Problem statement »
Filter this listing down to the lines that contain the word "files", and copy them.

Given data »
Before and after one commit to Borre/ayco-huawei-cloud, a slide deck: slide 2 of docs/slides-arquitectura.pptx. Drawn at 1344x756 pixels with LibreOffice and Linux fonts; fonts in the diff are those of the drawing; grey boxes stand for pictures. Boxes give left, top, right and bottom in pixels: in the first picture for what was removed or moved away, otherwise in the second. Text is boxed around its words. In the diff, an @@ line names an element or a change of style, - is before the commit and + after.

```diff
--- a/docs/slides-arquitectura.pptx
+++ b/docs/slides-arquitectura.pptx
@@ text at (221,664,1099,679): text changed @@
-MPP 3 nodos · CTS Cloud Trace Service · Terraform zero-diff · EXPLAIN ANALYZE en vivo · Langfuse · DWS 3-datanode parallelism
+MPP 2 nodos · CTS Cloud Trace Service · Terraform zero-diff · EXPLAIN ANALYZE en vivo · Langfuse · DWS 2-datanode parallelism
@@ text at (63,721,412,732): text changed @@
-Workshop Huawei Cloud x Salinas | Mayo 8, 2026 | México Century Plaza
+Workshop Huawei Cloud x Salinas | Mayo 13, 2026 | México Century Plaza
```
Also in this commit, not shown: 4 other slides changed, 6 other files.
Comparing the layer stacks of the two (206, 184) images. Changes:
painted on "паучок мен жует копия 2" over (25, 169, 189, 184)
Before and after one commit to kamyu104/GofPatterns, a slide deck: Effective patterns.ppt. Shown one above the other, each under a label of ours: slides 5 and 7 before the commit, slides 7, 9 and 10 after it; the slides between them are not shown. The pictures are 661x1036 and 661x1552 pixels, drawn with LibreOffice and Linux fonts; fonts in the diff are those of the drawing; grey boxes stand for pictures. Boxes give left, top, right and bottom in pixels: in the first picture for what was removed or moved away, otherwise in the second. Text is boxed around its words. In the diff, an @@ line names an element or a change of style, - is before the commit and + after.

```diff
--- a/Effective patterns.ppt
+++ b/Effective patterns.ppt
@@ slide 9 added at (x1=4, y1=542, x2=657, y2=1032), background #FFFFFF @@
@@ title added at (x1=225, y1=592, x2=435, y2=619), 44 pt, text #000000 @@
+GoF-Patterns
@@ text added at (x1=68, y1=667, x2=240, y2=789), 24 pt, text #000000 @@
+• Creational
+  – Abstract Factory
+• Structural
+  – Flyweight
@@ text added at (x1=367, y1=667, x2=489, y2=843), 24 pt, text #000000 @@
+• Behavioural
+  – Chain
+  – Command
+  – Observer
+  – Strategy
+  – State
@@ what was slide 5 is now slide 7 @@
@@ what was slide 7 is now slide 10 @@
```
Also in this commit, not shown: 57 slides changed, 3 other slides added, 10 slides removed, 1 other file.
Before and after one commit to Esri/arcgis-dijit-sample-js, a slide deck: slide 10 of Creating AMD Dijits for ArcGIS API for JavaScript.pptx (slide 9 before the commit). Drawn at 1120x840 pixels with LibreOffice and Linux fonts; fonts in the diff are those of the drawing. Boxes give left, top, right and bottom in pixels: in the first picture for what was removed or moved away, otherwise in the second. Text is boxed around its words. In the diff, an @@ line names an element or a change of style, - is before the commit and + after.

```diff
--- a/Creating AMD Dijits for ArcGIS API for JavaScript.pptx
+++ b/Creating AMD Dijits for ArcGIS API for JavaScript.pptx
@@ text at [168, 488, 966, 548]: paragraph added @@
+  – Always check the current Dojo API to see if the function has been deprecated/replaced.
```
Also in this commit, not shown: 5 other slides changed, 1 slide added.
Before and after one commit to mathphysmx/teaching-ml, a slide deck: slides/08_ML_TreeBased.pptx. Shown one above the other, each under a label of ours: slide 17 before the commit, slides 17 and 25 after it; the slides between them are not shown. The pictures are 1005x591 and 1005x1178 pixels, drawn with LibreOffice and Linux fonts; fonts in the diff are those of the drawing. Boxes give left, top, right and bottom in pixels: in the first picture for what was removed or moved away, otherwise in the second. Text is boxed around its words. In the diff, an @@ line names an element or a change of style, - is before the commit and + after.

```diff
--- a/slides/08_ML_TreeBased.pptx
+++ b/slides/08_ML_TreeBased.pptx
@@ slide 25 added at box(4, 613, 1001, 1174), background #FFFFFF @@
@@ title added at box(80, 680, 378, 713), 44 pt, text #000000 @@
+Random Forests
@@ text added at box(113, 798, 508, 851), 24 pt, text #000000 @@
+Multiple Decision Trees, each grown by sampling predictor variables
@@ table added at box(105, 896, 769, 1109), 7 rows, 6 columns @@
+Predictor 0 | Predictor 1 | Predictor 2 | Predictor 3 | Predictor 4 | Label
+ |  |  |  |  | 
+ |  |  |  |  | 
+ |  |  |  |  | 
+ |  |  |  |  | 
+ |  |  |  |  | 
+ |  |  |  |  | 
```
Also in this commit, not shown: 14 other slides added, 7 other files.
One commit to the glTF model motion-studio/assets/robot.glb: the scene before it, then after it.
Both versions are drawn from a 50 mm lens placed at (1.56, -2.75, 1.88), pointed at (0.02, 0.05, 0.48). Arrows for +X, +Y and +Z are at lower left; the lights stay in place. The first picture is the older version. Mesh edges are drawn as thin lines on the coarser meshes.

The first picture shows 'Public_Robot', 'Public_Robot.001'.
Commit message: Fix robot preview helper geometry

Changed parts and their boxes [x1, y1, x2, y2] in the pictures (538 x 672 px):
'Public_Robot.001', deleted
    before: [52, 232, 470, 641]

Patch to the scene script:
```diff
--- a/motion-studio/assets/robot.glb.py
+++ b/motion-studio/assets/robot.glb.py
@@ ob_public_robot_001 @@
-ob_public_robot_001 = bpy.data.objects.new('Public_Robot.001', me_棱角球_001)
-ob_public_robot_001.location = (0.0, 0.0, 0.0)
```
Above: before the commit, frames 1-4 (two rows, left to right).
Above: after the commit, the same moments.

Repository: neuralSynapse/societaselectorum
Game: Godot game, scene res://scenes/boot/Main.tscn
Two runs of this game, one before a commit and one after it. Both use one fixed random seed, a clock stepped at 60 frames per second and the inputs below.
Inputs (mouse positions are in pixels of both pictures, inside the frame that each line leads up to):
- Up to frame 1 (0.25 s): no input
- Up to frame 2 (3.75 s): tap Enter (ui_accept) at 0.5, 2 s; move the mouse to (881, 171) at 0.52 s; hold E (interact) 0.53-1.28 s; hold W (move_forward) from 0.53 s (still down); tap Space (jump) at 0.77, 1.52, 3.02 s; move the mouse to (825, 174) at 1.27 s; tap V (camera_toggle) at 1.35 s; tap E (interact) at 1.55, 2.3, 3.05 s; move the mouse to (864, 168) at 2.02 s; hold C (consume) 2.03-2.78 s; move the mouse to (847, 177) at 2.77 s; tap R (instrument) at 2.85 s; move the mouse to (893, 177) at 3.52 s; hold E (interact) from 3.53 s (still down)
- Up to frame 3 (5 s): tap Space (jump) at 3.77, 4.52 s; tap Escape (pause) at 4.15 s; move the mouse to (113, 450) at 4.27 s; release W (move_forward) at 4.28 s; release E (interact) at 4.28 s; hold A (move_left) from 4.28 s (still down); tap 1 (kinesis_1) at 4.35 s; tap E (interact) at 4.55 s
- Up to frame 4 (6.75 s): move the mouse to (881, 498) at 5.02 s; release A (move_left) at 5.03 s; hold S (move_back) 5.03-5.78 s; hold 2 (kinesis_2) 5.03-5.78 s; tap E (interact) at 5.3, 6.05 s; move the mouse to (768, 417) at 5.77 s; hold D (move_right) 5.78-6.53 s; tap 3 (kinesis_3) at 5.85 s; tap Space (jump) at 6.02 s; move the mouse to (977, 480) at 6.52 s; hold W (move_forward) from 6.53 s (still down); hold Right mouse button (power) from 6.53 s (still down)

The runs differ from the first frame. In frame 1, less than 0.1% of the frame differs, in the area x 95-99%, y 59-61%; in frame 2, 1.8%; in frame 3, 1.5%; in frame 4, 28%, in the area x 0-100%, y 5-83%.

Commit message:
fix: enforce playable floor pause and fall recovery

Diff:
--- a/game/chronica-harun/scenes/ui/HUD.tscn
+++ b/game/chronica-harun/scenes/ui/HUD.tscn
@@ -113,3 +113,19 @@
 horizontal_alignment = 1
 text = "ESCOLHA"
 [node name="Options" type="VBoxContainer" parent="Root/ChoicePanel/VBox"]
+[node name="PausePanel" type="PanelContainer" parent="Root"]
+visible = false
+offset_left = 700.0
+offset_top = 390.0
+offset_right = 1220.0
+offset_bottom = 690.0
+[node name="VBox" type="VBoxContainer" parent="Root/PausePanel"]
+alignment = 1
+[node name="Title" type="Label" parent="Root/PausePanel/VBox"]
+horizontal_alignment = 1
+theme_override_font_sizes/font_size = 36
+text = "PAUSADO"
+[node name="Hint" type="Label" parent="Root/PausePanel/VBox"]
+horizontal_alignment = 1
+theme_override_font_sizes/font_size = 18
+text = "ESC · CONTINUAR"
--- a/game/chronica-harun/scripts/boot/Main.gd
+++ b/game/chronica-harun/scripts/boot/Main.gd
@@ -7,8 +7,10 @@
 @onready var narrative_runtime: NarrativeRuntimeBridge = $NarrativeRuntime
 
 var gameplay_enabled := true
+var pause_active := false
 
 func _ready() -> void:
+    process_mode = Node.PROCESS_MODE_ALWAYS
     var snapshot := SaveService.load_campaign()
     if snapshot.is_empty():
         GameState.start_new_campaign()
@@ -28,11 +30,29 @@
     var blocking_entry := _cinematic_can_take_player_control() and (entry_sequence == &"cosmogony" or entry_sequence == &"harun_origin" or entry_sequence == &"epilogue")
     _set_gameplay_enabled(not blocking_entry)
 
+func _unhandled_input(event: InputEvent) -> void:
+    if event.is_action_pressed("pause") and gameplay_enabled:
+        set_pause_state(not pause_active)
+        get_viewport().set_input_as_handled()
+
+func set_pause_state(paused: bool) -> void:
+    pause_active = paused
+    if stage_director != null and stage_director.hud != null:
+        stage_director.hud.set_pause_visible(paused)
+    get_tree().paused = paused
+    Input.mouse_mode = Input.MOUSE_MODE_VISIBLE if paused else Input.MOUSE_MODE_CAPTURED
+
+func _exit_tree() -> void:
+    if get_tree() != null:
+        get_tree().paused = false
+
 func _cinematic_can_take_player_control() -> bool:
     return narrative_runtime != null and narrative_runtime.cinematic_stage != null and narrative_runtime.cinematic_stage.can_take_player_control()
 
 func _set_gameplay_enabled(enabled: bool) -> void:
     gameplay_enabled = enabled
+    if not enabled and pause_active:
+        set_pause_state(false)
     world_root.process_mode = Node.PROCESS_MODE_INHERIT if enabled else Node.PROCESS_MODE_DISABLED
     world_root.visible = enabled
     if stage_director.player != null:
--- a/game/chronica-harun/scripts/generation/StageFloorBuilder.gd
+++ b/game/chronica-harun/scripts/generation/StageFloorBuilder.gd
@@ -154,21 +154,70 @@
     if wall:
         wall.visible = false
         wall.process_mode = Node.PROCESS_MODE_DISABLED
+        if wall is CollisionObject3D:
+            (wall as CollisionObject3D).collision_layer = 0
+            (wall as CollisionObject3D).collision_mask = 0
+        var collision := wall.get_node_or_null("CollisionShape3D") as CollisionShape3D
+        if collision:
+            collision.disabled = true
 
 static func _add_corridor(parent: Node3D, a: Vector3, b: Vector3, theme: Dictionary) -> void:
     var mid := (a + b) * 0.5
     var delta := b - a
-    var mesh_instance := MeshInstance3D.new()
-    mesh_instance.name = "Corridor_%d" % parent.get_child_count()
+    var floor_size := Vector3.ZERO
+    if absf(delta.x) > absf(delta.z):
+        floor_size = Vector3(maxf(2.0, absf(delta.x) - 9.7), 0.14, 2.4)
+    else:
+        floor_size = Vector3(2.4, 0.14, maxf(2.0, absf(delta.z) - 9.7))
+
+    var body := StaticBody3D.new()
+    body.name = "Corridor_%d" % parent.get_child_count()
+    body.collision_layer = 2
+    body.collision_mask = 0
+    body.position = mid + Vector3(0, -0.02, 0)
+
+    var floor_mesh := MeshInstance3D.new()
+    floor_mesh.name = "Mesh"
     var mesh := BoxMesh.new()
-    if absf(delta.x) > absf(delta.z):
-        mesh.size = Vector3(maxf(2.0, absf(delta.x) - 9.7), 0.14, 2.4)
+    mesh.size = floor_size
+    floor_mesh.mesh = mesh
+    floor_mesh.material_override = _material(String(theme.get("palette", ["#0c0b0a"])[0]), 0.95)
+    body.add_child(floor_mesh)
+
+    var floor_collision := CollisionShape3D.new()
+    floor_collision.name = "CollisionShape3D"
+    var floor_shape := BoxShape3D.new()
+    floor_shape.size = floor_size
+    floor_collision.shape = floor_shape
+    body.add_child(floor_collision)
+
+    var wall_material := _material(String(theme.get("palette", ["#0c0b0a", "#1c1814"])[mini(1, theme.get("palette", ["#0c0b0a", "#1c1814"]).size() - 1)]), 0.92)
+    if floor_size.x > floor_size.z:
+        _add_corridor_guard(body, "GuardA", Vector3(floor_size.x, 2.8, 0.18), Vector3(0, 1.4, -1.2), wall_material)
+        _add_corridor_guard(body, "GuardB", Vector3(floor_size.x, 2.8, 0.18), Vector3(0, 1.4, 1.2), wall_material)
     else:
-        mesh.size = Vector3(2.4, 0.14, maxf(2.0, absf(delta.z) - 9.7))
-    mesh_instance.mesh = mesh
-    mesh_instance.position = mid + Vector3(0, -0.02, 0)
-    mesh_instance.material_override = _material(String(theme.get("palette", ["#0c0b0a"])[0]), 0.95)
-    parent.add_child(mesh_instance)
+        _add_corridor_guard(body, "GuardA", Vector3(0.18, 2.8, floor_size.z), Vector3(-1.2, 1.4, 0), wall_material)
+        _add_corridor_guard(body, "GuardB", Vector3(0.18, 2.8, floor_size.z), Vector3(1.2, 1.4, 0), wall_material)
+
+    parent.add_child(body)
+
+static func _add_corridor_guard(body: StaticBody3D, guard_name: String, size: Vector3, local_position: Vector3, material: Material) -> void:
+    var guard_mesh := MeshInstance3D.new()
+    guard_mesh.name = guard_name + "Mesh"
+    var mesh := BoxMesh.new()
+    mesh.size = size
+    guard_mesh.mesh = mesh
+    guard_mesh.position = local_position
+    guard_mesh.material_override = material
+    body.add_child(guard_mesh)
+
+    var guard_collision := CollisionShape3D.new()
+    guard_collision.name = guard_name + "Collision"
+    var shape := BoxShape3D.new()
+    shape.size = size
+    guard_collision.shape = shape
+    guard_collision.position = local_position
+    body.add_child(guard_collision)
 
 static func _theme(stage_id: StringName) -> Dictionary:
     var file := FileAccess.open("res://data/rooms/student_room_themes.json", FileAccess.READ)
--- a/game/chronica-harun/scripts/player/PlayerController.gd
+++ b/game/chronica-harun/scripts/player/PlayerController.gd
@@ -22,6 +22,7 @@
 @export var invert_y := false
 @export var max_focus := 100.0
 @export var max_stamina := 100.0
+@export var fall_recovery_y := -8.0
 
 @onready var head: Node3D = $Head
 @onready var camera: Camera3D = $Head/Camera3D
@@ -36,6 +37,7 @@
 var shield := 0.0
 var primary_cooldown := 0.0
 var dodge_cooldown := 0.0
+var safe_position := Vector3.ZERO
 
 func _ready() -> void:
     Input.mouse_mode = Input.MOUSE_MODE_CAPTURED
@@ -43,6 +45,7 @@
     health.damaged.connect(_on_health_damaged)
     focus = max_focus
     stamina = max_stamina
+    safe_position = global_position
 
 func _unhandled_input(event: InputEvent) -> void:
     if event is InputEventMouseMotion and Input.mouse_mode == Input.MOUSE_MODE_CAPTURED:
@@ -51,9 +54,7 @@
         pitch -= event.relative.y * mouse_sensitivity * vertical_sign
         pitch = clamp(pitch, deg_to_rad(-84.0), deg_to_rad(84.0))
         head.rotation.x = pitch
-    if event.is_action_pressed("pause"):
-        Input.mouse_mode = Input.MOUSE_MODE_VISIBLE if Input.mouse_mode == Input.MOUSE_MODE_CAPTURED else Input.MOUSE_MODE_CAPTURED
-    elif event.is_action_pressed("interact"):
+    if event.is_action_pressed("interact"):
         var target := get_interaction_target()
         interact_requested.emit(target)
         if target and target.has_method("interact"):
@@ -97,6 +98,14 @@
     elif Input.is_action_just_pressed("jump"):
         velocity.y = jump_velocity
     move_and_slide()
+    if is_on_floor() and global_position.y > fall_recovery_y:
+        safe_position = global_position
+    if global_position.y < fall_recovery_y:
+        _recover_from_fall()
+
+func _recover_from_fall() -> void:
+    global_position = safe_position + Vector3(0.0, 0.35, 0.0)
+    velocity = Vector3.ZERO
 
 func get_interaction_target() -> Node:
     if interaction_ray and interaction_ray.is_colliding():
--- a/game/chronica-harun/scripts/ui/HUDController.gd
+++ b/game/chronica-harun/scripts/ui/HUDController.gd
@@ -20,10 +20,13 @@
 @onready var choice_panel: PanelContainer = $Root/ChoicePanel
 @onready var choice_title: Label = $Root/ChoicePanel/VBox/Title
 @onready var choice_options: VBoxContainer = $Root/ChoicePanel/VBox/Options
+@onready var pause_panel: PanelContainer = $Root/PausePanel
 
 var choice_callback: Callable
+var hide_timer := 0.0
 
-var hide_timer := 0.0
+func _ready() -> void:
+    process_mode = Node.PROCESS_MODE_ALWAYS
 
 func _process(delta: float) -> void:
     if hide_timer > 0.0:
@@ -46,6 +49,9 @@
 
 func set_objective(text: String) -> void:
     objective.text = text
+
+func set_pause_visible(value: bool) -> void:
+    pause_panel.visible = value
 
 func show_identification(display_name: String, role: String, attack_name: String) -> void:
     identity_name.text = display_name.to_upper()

Result below »
Also in this commit, not shown: 4 other slides changed, 6 other files.
Also in this commit, not shown: 14 other slides added, 7 other files.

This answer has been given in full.